初夏色ブルーノート【SF編】

暗黒星雲

第1話 夏みかんの花と城下町のカフェ

 付き合い始めて三年が経過した。プロポーズされるかもしれないと、胸を躍らせる日々が続いていた。会えない時間が長ければ、余計に期待は膨らむ。しかしあいつは、私の期待とは真逆の告白をした。別れたいと。他の女性を好きになってしまったと。


 私は何も言えなかった。

 あいつはくるりと背を向け、搭乗ゲートへと向かった。


 涙が溢れて何も見えない。恐ろしいまでの喪失感に、自分が何をしているのかさえ分からなかった。


 ふと、甘い香りが漂っているのに気づく。強い香りだ。

 土塀の向こう側に、夏みかんの花が咲いていた。黄色く実った大きな実を囲むように白い花が咲いている。

 この城下町には夏みかんが多く植えられている。初夏を感じる5月には、あちこちでこの甘い香りと白い花を見ることができる。私は小一時間、我を忘れて歩いていたようだ。ステーションからこの城下町までは数キロメートルの距離があった。


 そして、ほのかに漂う別の香り。

 これはコーヒーの香りだ。江戸時代の、長屋門の奥から漂ってくる。門の中を覗くと、奥まった場所にカフェがあった。そうだった。こんな場所にカフェがあったんだ。知ってはいたが利用した事は無かった。初夏のような陽気にあてられたのか、喉が渇いていた。迷うことなく私はそのカフェに入った。


 店内にはジャズ調の音楽が流れていた。音楽に詳しくない私は、流れている曲名さえ分からない。

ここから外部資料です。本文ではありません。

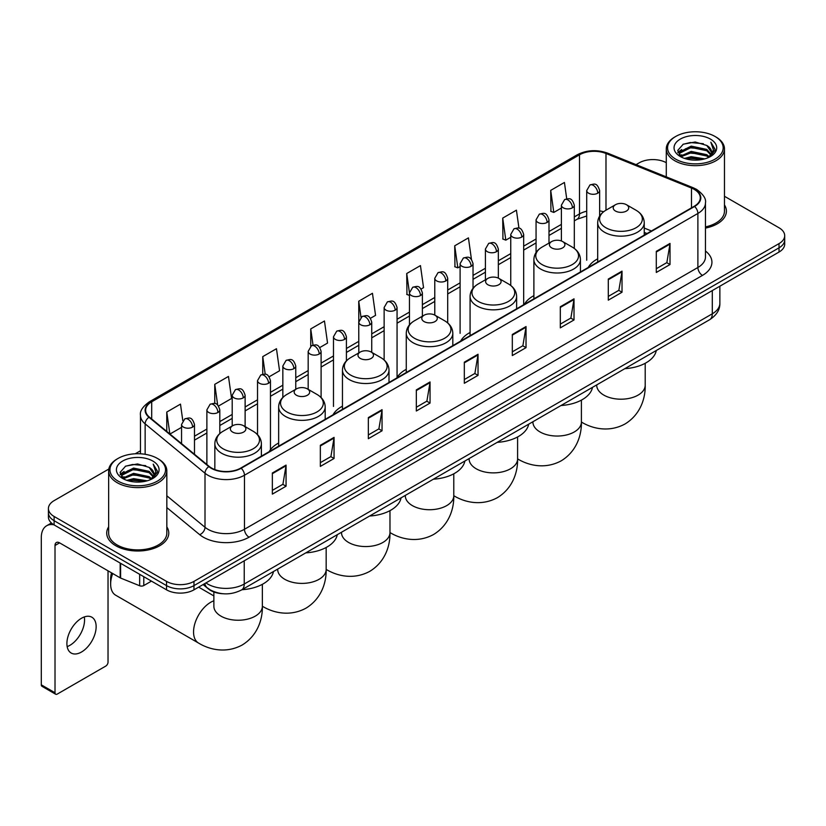<?xml version="1.0" encoding="UTF-8"?>
<svg xmlns="http://www.w3.org/2000/svg" width="826" height="826" viewBox="0 0 826 826"><rect width="100%" height="100%" fill="white"/><g stroke="black" fill="none" stroke-linecap="round" stroke-linejoin="round"><path stroke-width="1.24" d="M278.651 443.004A34.258 19.783 0 0 0 269.204 451.657M342.46 406.165A34.258 19.783 0 0 0 333.012 414.817M406.268 369.325A34.258 19.783 0 0 0 396.821 377.978M470.077 332.486A34.258 19.783 0 0 0 460.629 341.138M533.885 295.646A34.258 19.783 0 0 0 524.438 304.298M597.694 258.806A34.258 19.783 0 0 0 588.246 267.459M646.872 233.613L644.239 232.55M223.01 593.739A19.39 11.192 180 0 1 208.482 588.99L203.103 584.56M108.815 469.044L54.103 500.639A19.39 11.192 0 0 0 48.414 508.558L48.414 517.004A19.39 11.192 0 0 0 54.103 524.913L166.542 589.836A19.39 11.192 0 0 0 193.965 589.836L779.021 252.054A19.39 11.192 0 0 0 784.7 244.135L784.7 239.912A19.39 11.192 0 0 1 779.021 247.831A19.39 11.192 0 0 0 784.7 239.912L784.7 235.689A19.39 11.192 0 0 0 779.021 227.78L724.464 196.278M48.414 508.558A19.39 11.192 0 0 0 54.103 516.467L166.542 581.39A19.39 11.192 0 0 0 193.965 581.39L193.965 585.613L779.021 247.831L193.965 585.613A19.39 11.192 0 0 1 166.542 585.613A19.39 11.192 0 0 0 193.965 585.613L193.965 589.836M54.103 516.467L54.103 520.69L166.542 585.613L54.103 520.69A19.39 11.192 0 0 1 48.414 512.781A19.39 11.192 0 0 0 54.103 520.69L54.103 524.913M108.65 526.864A31.027 17.914 0 0 0 106.719 533.1A31.027 17.914 0 0 0 115.805 545.759A31.027 17.914 0 0 0 149.62 549.641A31.027 17.914 0 0 0 168.772 533.1A31.027 17.914 0 0 0 166.831 526.864A31.027 17.914 0 0 1 168.772 533.1A31.027 17.914 0 0 1 149.62 549.641A31.027 17.914 0 0 1 115.805 545.759A31.027 17.914 0 0 1 106.719 533.1A31.027 17.914 0 0 1 108.65 526.864M694.232 189.381A20.681 11.946 180 0 1 700.293 197.827A20.681 11.946 180 0 1 694.232 206.263L240.81 468.043A20.681 11.946 180 0 1 209.246 466.453L149.382 417.099A20.681 11.946 180 0 1 145.644 410.243A20.681 11.946 180 0 1 151.705 401.797L579.491 154.813A20.681 11.946 180 0 1 605.985 153.481L691.476 188.039A20.681 11.946 180 0 1 694.232 189.381M694.594 189.164A21.197 12.245 0 0 0 691.765 187.791L606.274 153.233A21.197 12.245 0 0 0 579.129 154.607L151.334 401.591A21.197 12.245 0 0 0 148.959 417.264L208.823 466.628A21.197 12.245 0 0 0 241.182 468.259L694.594 206.479A21.197 12.245 0 0 0 694.594 189.164M272.353 473.009L272.353 494.124L286.064 486.204L286.064 465.09L272.353 473.009M272.353 490.376L282.915 484.273L286.013 465.792A5.173 2.984 -120 0 0 286.064 465.09M282.822 484.325L286.064 486.204M320.343 445.297L320.343 466.411L334.055 458.492L334.055 437.388L320.343 445.297M320.343 462.663L330.906 456.571L334.003 438.079A5.173 2.984 -120 0 0 334.055 437.388M330.813 456.623L334.055 458.492M368.334 417.595L368.334 438.699L382.046 430.79L382.046 409.675L368.334 417.595M368.334 434.961L378.897 428.859L381.994 410.377A5.173 2.984 -120 0 0 382.046 409.675M378.804 428.911L382.046 430.79M416.335 389.882L416.335 410.997L430.047 403.078L430.047 381.963L416.335 389.882M416.335 407.249L426.887 401.147L429.985 382.665A5.173 2.984 -120 0 0 430.047 381.963M426.794 401.209L430.047 403.078M656.298 251.341L656.298 272.456L670.01 264.537L670.01 243.422L656.298 251.341M656.298 268.708L666.861 262.606L669.948 244.124A5.173 2.984 -120 0 0 670.01 243.422M666.768 262.658L670.01 264.537M608.297 279.054L608.297 300.158L622.019 292.239L622.019 271.135L608.297 279.054M608.297 296.41L618.86 290.318L621.957 271.837A5.173 2.984 -120 0 0 622.019 271.135M618.767 290.37L622.019 292.239M560.307 306.756L560.307 327.87L574.018 319.951L574.018 298.836L560.307 306.756M560.307 324.122L570.869 318.031L573.967 299.539A5.173 2.984 -120 0 0 574.018 298.836M570.776 318.082L574.018 319.951M512.316 334.468L512.316 355.572L526.028 347.663L526.028 326.549L512.316 334.468M512.316 351.835L522.879 345.733L525.976 327.251A5.173 2.984 -120 0 0 526.028 326.549M522.786 345.784L526.028 347.663M464.326 362.17L464.326 383.285L478.037 375.365L478.037 354.261L464.326 362.17M464.326 379.537L474.888 373.445L477.975 354.963A5.173 2.984 -120 0 0 478.037 354.261M474.795 373.497L478.037 375.365M705.466 228.09A31.027 17.914 0 0 0 726.405 211.146A31.027 17.914 0 0 0 724.464 204.92A31.027 17.914 0 0 1 726.405 211.146A31.027 17.914 0 0 1 705.466 228.09M193.965 581.39L779.021 243.608A19.39 11.192 0 0 0 784.7 235.689M666.283 162.691A19.39 11.192 0 0 0 639.159 162.856L636.061 164.642M140.472 450.769L135.257 453.773M269.183 376.77L279.56 370.771L276.462 348.717L262.751 356.636L262.751 374.271M218.539 406.01L231.569 398.483L228.472 376.429L214.76 384.338L214.76 403.553M182.804 420.671L180.481 404.131L166.769 412.05L166.769 431.43M421.115 289.048L423.542 287.644L420.444 265.59L406.733 273.509L406.95 294.49M471.46 259.447L468.435 237.878L454.723 245.797L454.95 266.788M518.955 228.203L516.426 210.176L502.714 218.095L502.941 239.075M566.719 198.818L564.426 182.463L550.715 190.383L550.932 211.363M319.827 347.529L327.55 343.069L324.463 321.004L310.741 328.924L310.741 346.218M370.471 318.289L375.551 315.356L372.454 293.302L358.742 301.211L358.814 322.285M358.814 352.898L358.742 322.119M358.742 301.211L360.993 317.298M409.459 295.429L406.733 294.407M406.733 273.509L409.459 292.91A6.463 3.727 0 0 0 411.348 295.543A6.463 3.727 0 0 0 420.486 295.543A6.463 3.727 0 0 0 422.385 292.9C419.763 284.609 417.213 286.261 412.69 287.303A6.463 3.727 60 0 1 415.922 287.624A6.463 3.727 -120 0 1 420.486 295.543M454.723 245.797L457.821 267.861L460.103 266.54M457.821 267.861L454.723 266.705M502.714 218.095L505.811 240.149L510.747 237.299M505.811 240.149L502.714 238.993M550.715 190.383L553.802 212.437L561.391 208.059M553.802 212.437L550.715 211.28M310.741 328.924L313.023 345.123M262.751 356.636L265.229 374.271M214.76 384.338L217.672 405.05M169.95 434.053L181.555 427.352M166.769 412.05L169.846 433.96M675.72 159.16A27.795 16.045 0 0 0 715.027 159.16A27.795 16.045 0 0 0 715.027 136.466L715.946 136.992A29.086 16.799 0 0 1 724.464 148.876A29.086 16.799 0 0 1 706.509 164.384A29.086 16.799 0 0 1 674.811 160.75A29.086 16.799 0 0 1 666.283 148.876A29.086 16.799 0 0 1 674.811 136.992L675.72 136.466A27.795 16.045 0 0 0 675.72 159.16M705.466 226.902A29.086 16.799 0 0 0 724.464 211.146L724.464 148.876M684.486 158.406L691.197 156.682L704.795 158.871M686.406 158.984L691.197 158.003L702.802 159.356M680.325 156.228L691.197 151.406L706.798 154.699L709.317 156.785M680.975 156.795L691.197 152.727L706.798 156.021L708.615 157.415M679.406 155.35L679.767 151.85L691.197 146.13L706.798 149.423L711.072 154.276M679.261 154.71L679.767 153.171L691.197 147.451L706.798 150.745L710.773 154.906M708.45 157.549A16.159 9.334 0 0 0 711.537 152.067A16.159 9.334 0 0 0 706.798 145.469L711.527 152.387M710.463 139.109A21.331 12.318 0 0 0 680.335 139.078A21.331 12.318 0 0 0 680.201 156.465A21.331 12.318 0 0 0 680.294 156.527A21.331 12.318 0 0 0 710.556 156.465A21.331 12.318 0 0 0 710.463 139.109M706.798 145.469L695.193 142L683.257 144.199L677.723 150.446L681.398 157.116M709.771 156.899L714.934 150.363L715.037 149.186L710.835 142.186L713.478 150.033L708.625 157.467M715.946 136.992L715.027 136.466A27.795 16.045 0 0 0 675.72 136.466M710.835 142.186L715.027 149.454M682.978 144.333L690.288 142.526L703.38 143.703M677.939 152.831L680.325 150.951M685.57 148.721L690.288 147.813L702.916 148.845M685.57 153.997L690.288 153.089L702.916 154.121M686.54 159.026L690.288 158.365L702.781 159.366M677.805 152.304L681.718 149.527M679.881 155.856L681.718 154.803M615.484 211.043A7.754 4.481 0 0 0 626.449 211.043A7.754 4.481 0 0 0 626.449 204.714L636.082 210.269A21.373 12.338 0 0 1 636.082 227.728A21.373 12.338 0 0 1 605.85 227.728A21.373 12.338 0 0 1 605.85 210.269C600.585 213.397 597.869 217.548 597.694 222.731A23.273 13.433 0 0 0 604.508 232.23A23.273 13.433 0 0 0 629.866 235.142A23.273 13.433 0 0 0 644.239 222.731C644.063 217.548 641.348 213.397 636.082 210.269L626.449 204.714A7.754 4.481 0 0 0 615.484 204.714A7.754 4.481 0 0 0 615.484 211.043M624.828 368.675A35.549 20.526 0 0 0 656.309 350.492M551.675 247.883A7.754 4.481 0 0 0 562.64 247.883A7.754 4.481 0 0 0 562.64 241.553L572.273 247.108A21.373 12.338 0 0 1 572.273 264.568A21.373 12.338 0 0 1 542.042 264.568A21.373 12.338 0 0 1 542.042 247.108C536.776 250.237 534.061 254.387 533.885 259.57A23.273 13.433 0 0 0 540.7 269.07A23.273 13.433 0 0 0 566.058 271.981A23.273 13.433 0 0 0 580.43 259.57C580.255 254.387 577.539 250.237 572.273 247.108L562.64 241.553A7.754 4.481 0 0 0 551.675 241.553A7.754 4.481 0 0 0 551.675 247.883M561.019 405.514A35.549 20.526 0 0 0 592.5 387.332M487.867 284.722A7.754 4.481 0 0 0 498.832 284.722A7.754 4.481 0 0 0 498.832 278.393L508.465 283.948A21.373 12.338 0 0 1 508.465 301.407A21.373 12.338 0 0 1 478.233 301.407A21.373 12.338 0 0 1 478.233 283.948C472.968 287.076 470.252 291.227 470.077 296.41A23.273 13.433 0 0 0 476.891 305.909A23.273 13.433 0 0 0 502.249 308.821A23.273 13.433 0 0 0 516.622 296.41C516.446 291.227 513.731 287.076 508.465 283.948L498.832 278.393A7.754 4.481 0 0 0 487.867 278.393A7.754 4.481 0 0 0 487.867 284.722M497.211 442.354A35.549 20.526 0 0 0 528.692 424.172M424.058 321.562A7.754 4.481 0 0 0 435.023 321.562A7.754 4.481 0 0 0 435.023 315.233L444.656 320.787A21.373 12.338 0 0 1 444.656 338.247A21.373 12.338 0 0 1 414.425 338.247A21.373 12.338 0 0 1 414.425 320.787C409.159 323.916 406.444 328.067 406.268 333.25A23.273 13.433 0 0 0 413.083 342.749A23.273 13.433 0 0 0 438.441 345.66A23.273 13.433 0 0 0 452.813 333.25C452.638 328.067 449.922 323.916 444.656 320.787L435.023 315.233A7.754 4.481 0 0 0 424.058 315.233A7.754 4.481 0 0 0 424.058 321.562M433.402 479.194A35.549 20.526 0 0 0 464.883 461.011M360.25 358.401A7.754 4.481 0 0 0 371.215 358.401A7.754 4.481 0 0 0 371.215 352.062L380.848 357.627A21.373 12.338 0 0 1 380.848 375.087A21.373 12.338 0 0 1 350.616 375.087A21.373 12.338 0 0 1 350.616 357.627C345.351 360.755 342.635 364.906 342.46 370.089A23.273 13.433 0 0 0 349.274 379.588A23.273 13.433 0 0 0 374.643 382.5A23.273 13.433 0 0 0 389.005 370.089C388.829 364.906 386.114 360.755 380.848 357.627L371.215 352.062A7.754 4.481 0 0 0 360.25 352.062A7.754 4.481 0 0 0 360.25 358.401M369.594 516.033A35.549 20.526 0 0 0 401.075 497.851M296.441 395.241A7.754 4.481 0 0 0 307.406 395.241A7.754 4.481 0 0 0 307.406 388.901L317.039 394.467A21.373 12.338 0 0 1 317.039 411.916A21.373 12.338 0 0 1 286.808 411.916A21.373 12.338 0 0 1 286.808 394.467C281.542 397.595 278.827 401.746 278.651 406.929A23.273 13.433 0 0 0 285.466 416.428A23.273 13.433 0 0 0 310.834 419.34A23.273 13.433 0 0 0 325.196 406.929C325.021 401.746 322.305 397.595 317.039 394.467L307.406 388.901A7.754 4.481 0 0 0 296.441 388.901A7.754 4.481 0 0 0 296.441 395.241M305.785 552.873A35.549 20.526 0 0 0 337.266 534.69M112.697 573.523A24.243 13.99 120 0 0 110.643 584.106L110.643 578.83A17.78 10.263 -60 0 1 111.551 572.862M110.643 584.106A24.243 13.99 120 0 0 115.661 595.205L198.57 643.072A24.243 13.99 -60 0 1 194.853 623.651A24.243 13.99 -60 0 1 210.692 602.288A24.243 13.99 -60 0 1 213.872 600.791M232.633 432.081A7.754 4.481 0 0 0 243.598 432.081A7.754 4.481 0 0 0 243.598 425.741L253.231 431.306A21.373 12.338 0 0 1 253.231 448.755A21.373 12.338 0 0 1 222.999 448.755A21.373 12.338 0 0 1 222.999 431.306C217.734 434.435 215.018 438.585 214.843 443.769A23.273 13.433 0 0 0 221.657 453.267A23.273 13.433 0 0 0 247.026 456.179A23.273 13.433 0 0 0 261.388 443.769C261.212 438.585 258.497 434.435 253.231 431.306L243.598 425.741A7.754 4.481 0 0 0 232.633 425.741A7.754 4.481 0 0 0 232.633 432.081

 カウンターの席に座り、ブレンドコーヒーを注文した。コーヒーの味なんてわからないから、一番上に書いてあったのを選んだだけだ。


 グラスの水を飲み干す。気持ちが少し落ち着いた。


 初老のマスターがサイフォンを使ってコーヒーを入れる。アルコールランプを使ってフラスコを焙ると湧いた湯がロートに登り、コーヒーの粉と混ざり合う。しばらくしてアルコールランプを外したら濾過されたコーヒーがフラスコへと下がって来て……この、サイフォンでコーヒーを入れる過程を見たのは初めてかもしれない。いつの間にか私の胸は小躍りしていた。


 出されたコーヒーの香りを胸いっぱいに嗅ぎながら、ブラックで……とはいかない私は砂糖とミルクを入れてから一口味わう。凄く美味しい。初めてサイフォンを見て興奮しているからか、それとも本当にコーヒーが美味しいのか。よくわからないのだけど、とにかく美味しかった。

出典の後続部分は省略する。